If $d(x,z) \leqq \max\{ d(x, y), d(y,z)\}$ $\,\,$ for $x,y,z \in X$ $\cdots$ ① holds,

$U(a, \epsilon ) :=\{ x \in X ; d(x,a) < \epsilon \}$ (for $\,\,\ \forall \epsilon >0\,\,$ and $\,\,$ $a\in X $) is closed set.

Is this proof correct?

Proof

I'll prove $U(a,\epsilon) = \overline{U(a,\epsilon)}$.

For any set $A, A \subset \overline{A}$ holds.
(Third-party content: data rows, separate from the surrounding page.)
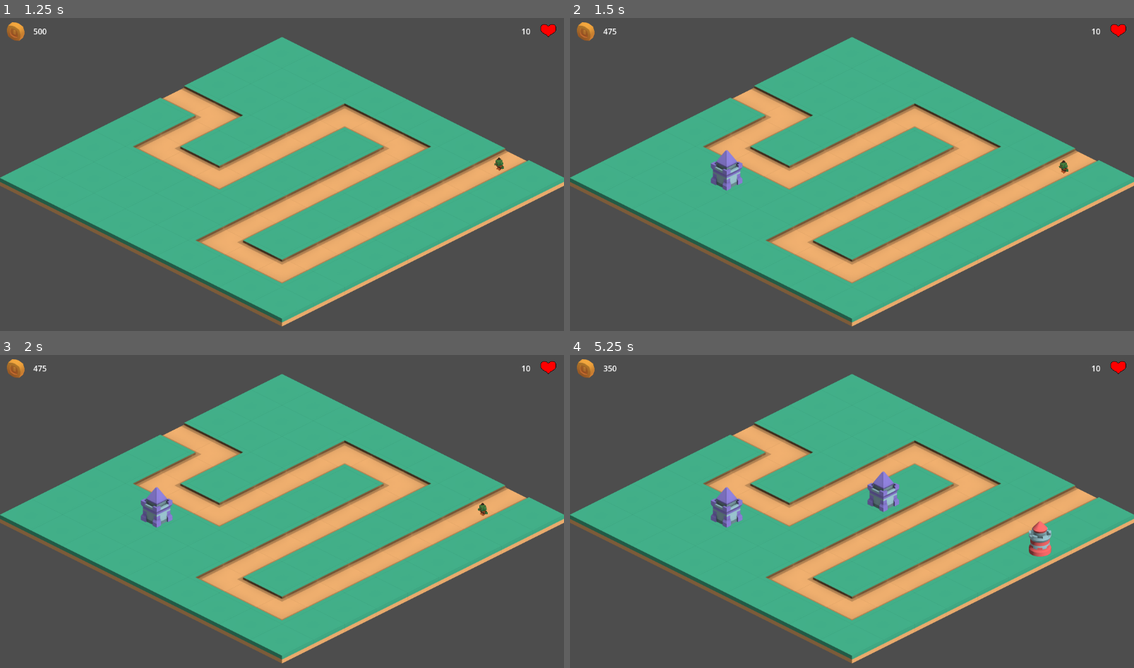
Above: before the commit, frames 1-4 (two rows, left to right).
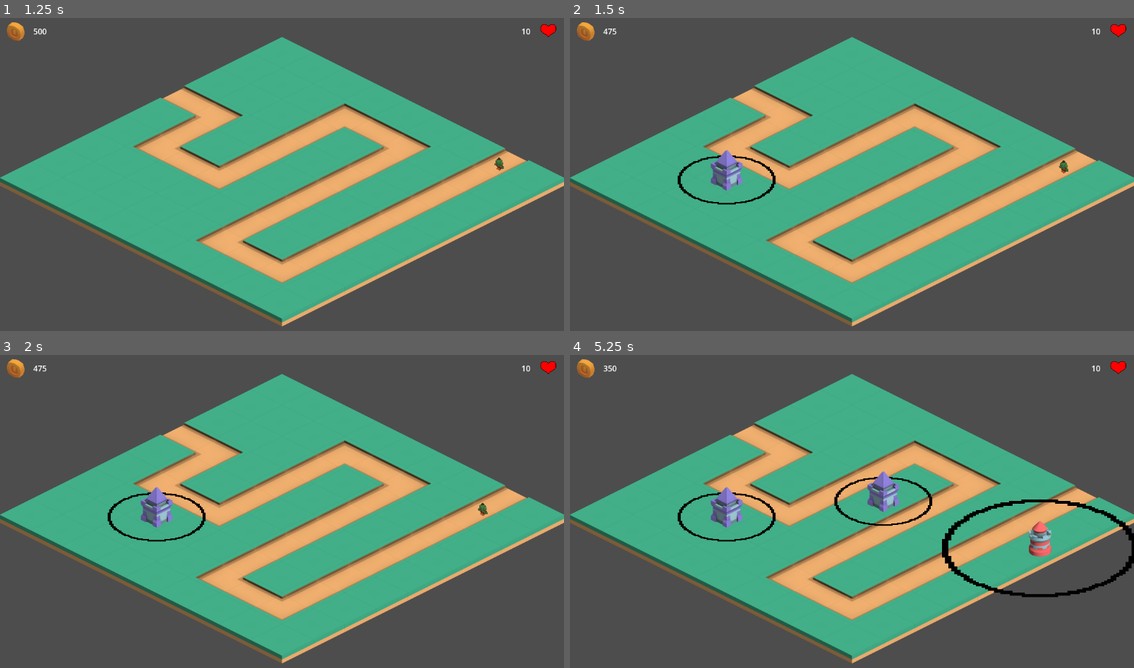
Above: after the commit, the same moments.

Repository: Robert-Riordan-UCD/GameDevJourney
Game: Godot game, scene res://Levels/Level1.tscn
Two runs of this game, one before a commit and one after it. Both use one fixed random seed, a clock stepped at 60 frames per second and the inputs below.
Inputs (mouse positions are in pixels of both pictures, inside the frame that each line leads up to):
- Up to frame 1 (1.25 s): tap Enter at 0.5 s; move the mouse to (406, 158) at 0.52 s; press the mouse at (406, 158) at 0.53 s
- Up to frame 2 (1.5 s): move the mouse to (739, 190) at 1.27 s; release the mouse at (739, 190) at 1.28 s; right-click (739, 190) at 1.35 s; click (739, 190) at 1.42 s
- Up to frame 3 (2 s): no input
- Up to frame 4 (5.25 s): move the mouse to (727, 517) at 2.02 s; press the mouse at (727, 517) at 2.03 s; move the mouse to (823, 574) at 2.77 s; release the mouse at (823, 574) at 2.78 s; right-click (823, 574) at 2.85 s; click (823, 574) at 2.92 s; move the mouse to (1021, 558) at 3.52 s; press the mouse at (1021, 558) at 3.53 s; move the mouse to (1038, 549) at 4.27 s; release the mouse at (1038, 549) at 4.28 s; right-click (1038, 549) at 4.35 s; click (1038, 549) at 4.42 s; move the mouse to (880, 511) at 5.02 s; press the mouse at (880, 511) at 5.03 s

Frame 1 is identical in both runs. In frame 2, 0.3% of the frame differs, in the area x 19-37%, y 43-60%; in frame 3, 0.3%; in frame 4, 1.8%, in the area x 19-100%, y 38-78%.

Commit message:
Added range indicators

Diff:
--- a/Isometric_Tower_Defense/Towers/CrossbowTower.tscn
+++ b/Isometric_Tower_Defense/Towers/CrossbowTower.tscn
@@ -29,5 +29,5 @@
 "range": 275
 }]
 
-[node name="Sprite2D" parent="." index="0"]
+[node name="Sprite2D" parent="." index="1"]
 texture = ExtResource("3_ljfn2")
--- a/Isometric_Tower_Defense/Towers/Tower.gd
+++ b/Isometric_Tower_Defense/Towers/Tower.gd
@@ -37,8 +37,10 @@
 ]
 
 @onready var range_shape = $Range
+@onready var range_sprite = $RangeSprite
 @onready var attack_timer = $AttackTimer
 @onready var bullet = $Bullet
+@onready var last_range : int = 32
 
 var enemies : Array = []
 
@@ -81,6 +83,8 @@
 	cooldown = levels[current_level]["cooldown"]
 
 	range_shape.scale = Vector2(range, range*0.5)
+	range_sprite.scale *= range/last_range
+	last_range = range
 	attack_timer.wait_time = cooldown
 
 func _on_click_area_input_event(_viewport, event, _shape_idx):
--- a/Isometric_Tower_Defense/Towers/Tower.tscn
+++ b/Isometric_Tower_Defense/Towers/Tower.tscn
@@ -1,7 +1,8 @@
-[gd_scene load_steps=7 format=3 uid="uid://disy4deitnyhg"]
+[gd_scene load_steps=8 format=3 uid="uid://disy4deitnyhg"]
 
 [ext_resource type="Script" path="res://Towers/Tower.gd" id="1_8y4go"]
 [ext_resource type="Texture2D" uid="uid://bkph1uyhip4bl" path="res://Towers/towerRound_sampleF_E.png" id="1_m3onx"]
+[ext_resource type="Texture2D" uid="uid://2aqa46huwieg" path="res://Towers/Circle.png" id="2_iwe2m"]
 [ext_resource type="Texture2D" uid="uid://xjiygytcvcxy" path="res://Towers/Bullet.png" id="3_fmt15"]
 [ext_resource type="Script" path="res://Towers/Bullet.gd" id="4_5aj0a"]
 
@@ -16,14 +17,20 @@
 input_pickable = false
 script = ExtResource("1_8y4go")
 
+[node name="RangeSprite" type="Sprite2D" parent="."]
+texture_filter = 1
+position = Vector2(0, -32)
+scale = Vector2(1, 0.5)
+texture = ExtResource("2_iwe2m")
+
+[node name="Range" type="CollisionShape2D" parent="."]
+position = Vector2(0, -32)
+scale = Vector2(64, 32)
+shape = SubResource("CircleShape2D_os5my")
+
 [node name="Sprite2D" type="Sprite2D" parent="."]
 texture = ExtResource("1_m3onx")
 offset = Vector2(0, -80)
-
-[node name="Range" type="CollisionShape2D" parent="."]
-position = Vector2(0, -32)
-scale = Vector2(1, 0.5)
-shape = SubResource("CircleShape2D_os5my")
 
 [node name="AttackTimer" type="Timer" parent="."]
 autostart = true
Binary file added: Isometric_Tower_Defense/Towers/Circle.png

So I have to prove $U(a,\epsilon) \supset \overline{U(a,\epsilon)}$.

For any $b \in \overline{U(a,\epsilon)} , U(b, \epsilon) \cap U(a, \epsilon)\neq \phi$.

I can pick up $c \in U(b, \epsilon) \cap U(a, \epsilon)$.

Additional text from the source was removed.